> Imagine an insurance company giving you a different quote every time you check on their website
It's very disingenuous that the author uses an insurance quote site as an analogy showing an example of their essay grading bot giving different grades to the same paper. The example doesn't need an analogy. A human grading papers would do the same thing if they didn't remember reading the paper.
>> Imagine an insurance company giving you a different quote every time you check on their website
I mean, it's already a well-established practice - maybe not in insurance, but in plenty of other markets. Airlines and ticket booking services do this. E-commerce sites sometimes do this. So it is a weird example indeed.
Yes, and it's bad when humans do it too. Mitigating it when possible is good systems design. Expecting relative determinism is something people have come to expect of computers. It's not some condemnation of Llms, it's just thing you have to keep in mind when using the tool.
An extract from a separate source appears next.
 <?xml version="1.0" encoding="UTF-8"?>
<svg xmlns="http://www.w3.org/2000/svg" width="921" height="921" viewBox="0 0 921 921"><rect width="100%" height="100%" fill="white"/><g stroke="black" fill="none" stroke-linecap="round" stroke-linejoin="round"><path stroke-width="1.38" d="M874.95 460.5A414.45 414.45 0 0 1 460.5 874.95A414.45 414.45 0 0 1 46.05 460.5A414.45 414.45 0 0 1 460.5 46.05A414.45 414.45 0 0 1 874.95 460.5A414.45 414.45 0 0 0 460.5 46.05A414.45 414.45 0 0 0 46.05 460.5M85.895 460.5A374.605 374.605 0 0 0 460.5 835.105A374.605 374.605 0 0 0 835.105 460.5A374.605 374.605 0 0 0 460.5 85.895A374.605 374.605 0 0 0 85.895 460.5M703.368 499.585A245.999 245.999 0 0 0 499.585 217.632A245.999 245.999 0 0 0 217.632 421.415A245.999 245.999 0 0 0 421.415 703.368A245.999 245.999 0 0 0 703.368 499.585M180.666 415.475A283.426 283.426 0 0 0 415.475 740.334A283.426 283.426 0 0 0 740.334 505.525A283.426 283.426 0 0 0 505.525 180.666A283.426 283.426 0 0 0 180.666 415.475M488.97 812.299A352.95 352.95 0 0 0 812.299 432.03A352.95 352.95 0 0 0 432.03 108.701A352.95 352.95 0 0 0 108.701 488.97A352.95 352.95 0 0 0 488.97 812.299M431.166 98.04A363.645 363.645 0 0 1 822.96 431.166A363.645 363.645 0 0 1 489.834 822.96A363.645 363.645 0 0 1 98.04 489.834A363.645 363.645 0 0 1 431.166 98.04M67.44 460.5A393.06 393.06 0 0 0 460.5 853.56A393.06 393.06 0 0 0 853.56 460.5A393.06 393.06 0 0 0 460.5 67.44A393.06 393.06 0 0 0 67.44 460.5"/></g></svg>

The computer, in this case, was instructed to take on a human role.
My point is that if you ask a computer to critique a highly subjective medium, then as a user, this is what I'd expect if I knew that system wasn't allowed to save it's previous responses (for some reason... Maybe bad system design?)
The entire point of taking on a role as a professor isn't to give a final grade. It's to teach what the student could do to make their work better. And the LLM did an excellent job at that.
Maybe that's bad system design, but the model this system is taking on is one in academia.
It's very disingenuous that the author uses an insurance quote site as an analogy showing an example of their essay grading bot giving different grades to the same paper. The example doesn't need an analogy. A human grading papers would do the same thing if they didn't remember reading the paper.